What you will do
Copy the data exactly. No line may be skipped.

Material for this task
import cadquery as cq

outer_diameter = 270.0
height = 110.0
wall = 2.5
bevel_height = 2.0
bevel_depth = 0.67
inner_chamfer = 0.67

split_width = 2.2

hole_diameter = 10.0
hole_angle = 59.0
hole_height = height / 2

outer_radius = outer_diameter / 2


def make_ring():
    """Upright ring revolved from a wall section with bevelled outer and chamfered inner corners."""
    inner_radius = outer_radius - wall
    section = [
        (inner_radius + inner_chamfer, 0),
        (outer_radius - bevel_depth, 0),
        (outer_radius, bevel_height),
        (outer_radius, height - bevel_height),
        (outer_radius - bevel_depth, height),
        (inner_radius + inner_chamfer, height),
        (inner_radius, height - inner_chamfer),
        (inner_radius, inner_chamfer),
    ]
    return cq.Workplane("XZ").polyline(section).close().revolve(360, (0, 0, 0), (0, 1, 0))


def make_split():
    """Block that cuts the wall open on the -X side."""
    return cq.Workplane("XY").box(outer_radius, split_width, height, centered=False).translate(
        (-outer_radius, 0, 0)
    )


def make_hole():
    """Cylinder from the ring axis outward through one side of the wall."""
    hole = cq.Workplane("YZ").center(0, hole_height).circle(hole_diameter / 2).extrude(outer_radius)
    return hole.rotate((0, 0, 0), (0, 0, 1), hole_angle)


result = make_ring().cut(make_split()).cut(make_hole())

Exercise response
import cadquery as cq

outer_diameter = 270.0
height = 110.0
wall = 2.5
bevel_height = 2.0
bevel_depth = 0.67
inner_chamfer = 0.67

split_width = 2.2

hole_diameter = 10.0
hole_angle = 59.0
hole_height = height / 2

outer_radius = outer_diameter / 2


def make_ring():
    """Upright ring revolved from a wall section with bevelled outer and chamfered inner corners."""
    inner_radius = outer_radius - wall
    section = [
        (inner_radius + inner_chamfer, 0),
        (outer_radius - bevel_depth, 0),
        (outer_radius, bevel_height),
        (outer_radius, height - bevel_height),
        (outer_radius - bevel_depth, height),
        (inner_radius + inner_chamfer, height),
        (inner_radius, height - inner_chamfer),
        (inner_radius, inner_chamfer),
    ]
    return cq.Workplane("XZ").polyline(section).close().revolve(360, (0, 0, 0), (0, 1, 0))


def make_split():
    """Block that cuts the wall open on the -X side."""
    return cq.Workplane("XY").box(outer_radius, split_width, height, centered=False).translate(
        (-outer_radius, 0, 0)
    )


def make_hole():
    """Cylinder from the ring axis outward through one side of the wall."""
    hole = cq.Workplane("YZ").center(0, hole_height).circle(hole_diameter / 2).extrude(outer_radius)
    return hole.rotate((0, 0, 0), (0, 0, 1), hole_angle)


result = make_ring().cut(make_split()).cut(make_hole())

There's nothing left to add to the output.